### Instructions to follow
All lines from the opening of the material up to and including the line with "x = radius *" should be transcribed exactly, pictures excepted.

#### Data extract

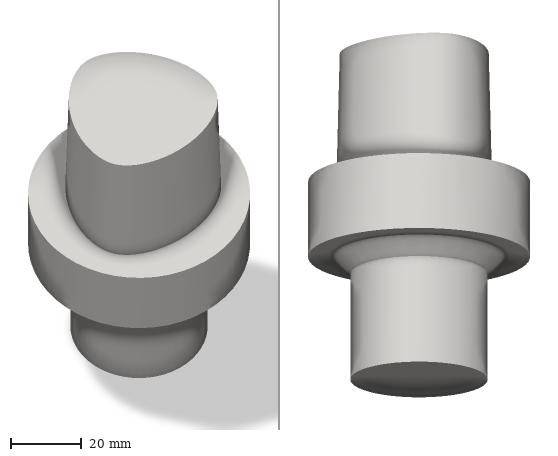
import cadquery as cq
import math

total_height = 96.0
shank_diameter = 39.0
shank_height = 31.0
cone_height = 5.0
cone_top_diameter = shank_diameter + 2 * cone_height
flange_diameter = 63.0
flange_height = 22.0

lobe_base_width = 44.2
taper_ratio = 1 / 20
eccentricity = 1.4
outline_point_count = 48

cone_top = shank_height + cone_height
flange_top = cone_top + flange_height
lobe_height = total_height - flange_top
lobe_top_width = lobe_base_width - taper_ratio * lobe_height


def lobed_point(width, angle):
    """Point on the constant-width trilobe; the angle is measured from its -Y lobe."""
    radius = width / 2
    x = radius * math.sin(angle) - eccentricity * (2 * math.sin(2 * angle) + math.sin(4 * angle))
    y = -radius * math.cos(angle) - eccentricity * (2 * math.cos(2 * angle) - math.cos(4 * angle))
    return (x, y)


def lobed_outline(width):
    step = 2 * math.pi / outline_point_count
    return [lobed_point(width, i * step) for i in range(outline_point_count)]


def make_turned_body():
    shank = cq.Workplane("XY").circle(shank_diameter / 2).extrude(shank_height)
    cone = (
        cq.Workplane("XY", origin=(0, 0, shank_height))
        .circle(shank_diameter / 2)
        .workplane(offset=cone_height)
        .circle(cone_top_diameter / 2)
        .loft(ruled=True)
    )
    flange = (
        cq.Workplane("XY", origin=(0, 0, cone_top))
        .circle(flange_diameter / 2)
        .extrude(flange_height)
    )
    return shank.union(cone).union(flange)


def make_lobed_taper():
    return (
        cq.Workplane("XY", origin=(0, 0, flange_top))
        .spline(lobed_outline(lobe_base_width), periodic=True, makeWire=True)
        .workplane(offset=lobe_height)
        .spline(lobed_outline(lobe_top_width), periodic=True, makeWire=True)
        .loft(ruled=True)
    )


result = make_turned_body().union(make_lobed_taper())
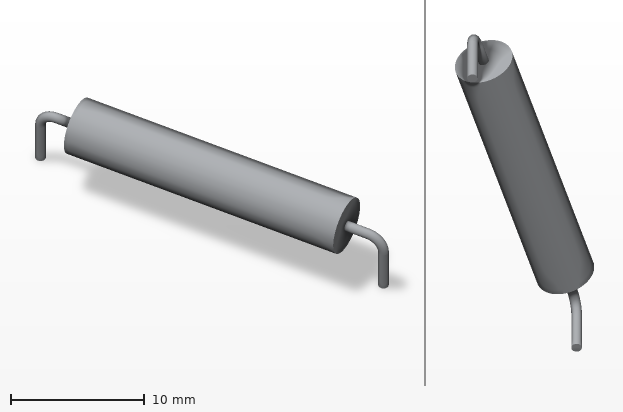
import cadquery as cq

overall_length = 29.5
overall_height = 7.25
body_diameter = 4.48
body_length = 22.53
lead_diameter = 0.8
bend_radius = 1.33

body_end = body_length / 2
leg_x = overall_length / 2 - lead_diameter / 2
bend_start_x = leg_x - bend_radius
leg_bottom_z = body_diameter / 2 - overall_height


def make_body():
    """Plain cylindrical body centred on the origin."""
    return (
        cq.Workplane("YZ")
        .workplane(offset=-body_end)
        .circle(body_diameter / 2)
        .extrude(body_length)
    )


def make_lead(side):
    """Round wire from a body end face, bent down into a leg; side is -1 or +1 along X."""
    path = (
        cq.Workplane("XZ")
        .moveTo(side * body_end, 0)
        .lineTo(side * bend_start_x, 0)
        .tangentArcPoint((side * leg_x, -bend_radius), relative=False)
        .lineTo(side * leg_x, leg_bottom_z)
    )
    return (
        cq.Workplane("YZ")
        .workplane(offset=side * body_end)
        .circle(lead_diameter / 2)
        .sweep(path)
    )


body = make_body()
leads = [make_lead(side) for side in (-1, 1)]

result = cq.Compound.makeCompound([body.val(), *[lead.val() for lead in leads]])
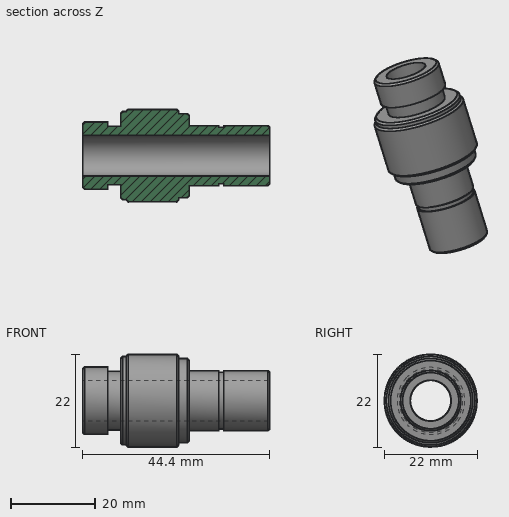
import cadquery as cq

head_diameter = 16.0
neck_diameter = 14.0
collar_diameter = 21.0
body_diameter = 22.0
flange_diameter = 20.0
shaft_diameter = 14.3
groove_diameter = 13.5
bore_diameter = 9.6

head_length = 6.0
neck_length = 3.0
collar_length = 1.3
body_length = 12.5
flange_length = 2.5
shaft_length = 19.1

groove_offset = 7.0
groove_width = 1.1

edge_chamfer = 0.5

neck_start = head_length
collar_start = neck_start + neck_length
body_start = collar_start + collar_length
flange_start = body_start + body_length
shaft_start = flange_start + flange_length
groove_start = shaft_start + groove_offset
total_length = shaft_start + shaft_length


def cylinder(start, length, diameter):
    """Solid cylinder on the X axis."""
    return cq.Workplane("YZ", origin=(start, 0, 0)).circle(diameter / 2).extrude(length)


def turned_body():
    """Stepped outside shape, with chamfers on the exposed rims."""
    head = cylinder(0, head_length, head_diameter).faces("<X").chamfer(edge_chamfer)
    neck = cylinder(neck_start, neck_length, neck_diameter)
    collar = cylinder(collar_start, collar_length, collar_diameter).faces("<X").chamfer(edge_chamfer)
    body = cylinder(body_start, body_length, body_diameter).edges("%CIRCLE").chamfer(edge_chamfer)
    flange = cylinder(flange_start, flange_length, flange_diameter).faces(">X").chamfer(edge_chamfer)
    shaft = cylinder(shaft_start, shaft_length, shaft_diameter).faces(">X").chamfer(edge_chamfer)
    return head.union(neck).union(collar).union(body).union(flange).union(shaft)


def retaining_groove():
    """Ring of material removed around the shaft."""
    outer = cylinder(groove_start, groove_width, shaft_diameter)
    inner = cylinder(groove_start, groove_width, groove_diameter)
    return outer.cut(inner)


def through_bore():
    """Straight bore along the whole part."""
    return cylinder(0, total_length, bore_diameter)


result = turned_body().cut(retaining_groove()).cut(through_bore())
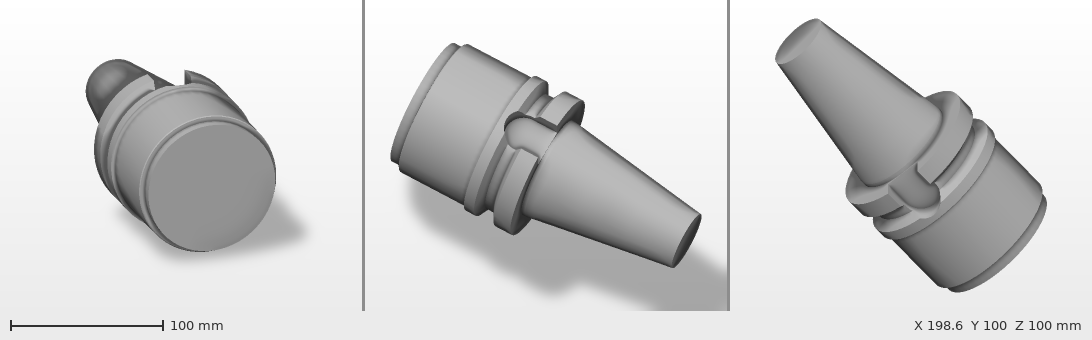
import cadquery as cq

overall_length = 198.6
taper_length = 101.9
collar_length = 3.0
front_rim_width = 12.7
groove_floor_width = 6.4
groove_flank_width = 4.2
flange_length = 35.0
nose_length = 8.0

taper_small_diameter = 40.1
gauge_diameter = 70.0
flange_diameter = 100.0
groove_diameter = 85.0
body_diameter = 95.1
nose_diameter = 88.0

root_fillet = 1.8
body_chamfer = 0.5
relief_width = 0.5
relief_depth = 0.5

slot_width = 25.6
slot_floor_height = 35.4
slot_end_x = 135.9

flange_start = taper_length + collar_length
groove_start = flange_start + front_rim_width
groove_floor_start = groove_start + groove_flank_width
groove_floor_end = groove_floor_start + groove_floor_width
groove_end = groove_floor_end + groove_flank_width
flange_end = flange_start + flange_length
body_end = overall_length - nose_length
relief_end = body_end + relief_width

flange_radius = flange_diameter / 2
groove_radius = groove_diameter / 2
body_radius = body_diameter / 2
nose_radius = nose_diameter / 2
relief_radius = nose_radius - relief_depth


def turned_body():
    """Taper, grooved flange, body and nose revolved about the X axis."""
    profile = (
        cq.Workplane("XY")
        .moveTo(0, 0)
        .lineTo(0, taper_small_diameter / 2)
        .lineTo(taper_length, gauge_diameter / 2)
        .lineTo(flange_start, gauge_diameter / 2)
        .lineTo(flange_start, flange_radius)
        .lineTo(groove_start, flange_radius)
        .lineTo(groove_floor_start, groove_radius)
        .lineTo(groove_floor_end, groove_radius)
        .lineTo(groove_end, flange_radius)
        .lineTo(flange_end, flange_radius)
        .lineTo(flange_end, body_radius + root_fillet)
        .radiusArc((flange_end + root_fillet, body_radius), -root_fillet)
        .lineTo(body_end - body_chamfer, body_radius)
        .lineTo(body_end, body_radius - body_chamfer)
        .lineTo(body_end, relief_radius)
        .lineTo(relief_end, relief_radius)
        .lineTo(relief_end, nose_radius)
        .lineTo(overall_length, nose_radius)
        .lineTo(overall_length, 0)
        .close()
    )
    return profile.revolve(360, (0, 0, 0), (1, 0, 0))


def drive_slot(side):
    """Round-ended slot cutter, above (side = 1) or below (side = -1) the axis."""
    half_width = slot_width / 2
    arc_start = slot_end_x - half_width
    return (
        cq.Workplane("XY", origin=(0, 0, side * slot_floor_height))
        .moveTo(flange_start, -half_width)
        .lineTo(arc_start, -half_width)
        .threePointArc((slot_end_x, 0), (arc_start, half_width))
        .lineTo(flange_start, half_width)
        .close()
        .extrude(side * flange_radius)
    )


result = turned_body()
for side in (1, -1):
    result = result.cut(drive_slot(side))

########

### Response to the exercise
import cadquery as cq
import math

total_height = 96.0
shank_diameter = 39.0
shank_height = 31.0
cone_height = 5.0
cone_top_diameter = shank_diameter + 2 * cone_height
flange_diameter = 63.0
flange_height = 22.0

lobe_base_width = 44.2
taper_ratio = 1 / 20
eccentricity = 1.4
outline_point_count = 48

cone_top = shank_height + cone_height
flange_top = cone_top + flange_height
lobe_height = total_height - flange_top
lobe_top_width = lobe_base_width - taper_ratio * lobe_height


def lobed_point(width, angle):
    """Point on the constant-width trilobe; the angle is measured from its -Y lobe."""
    radius = width / 2
    x = radius * math.sin(angle) - eccentricity * (2 * math.sin(2 * angle) + math.sin(4 * angle))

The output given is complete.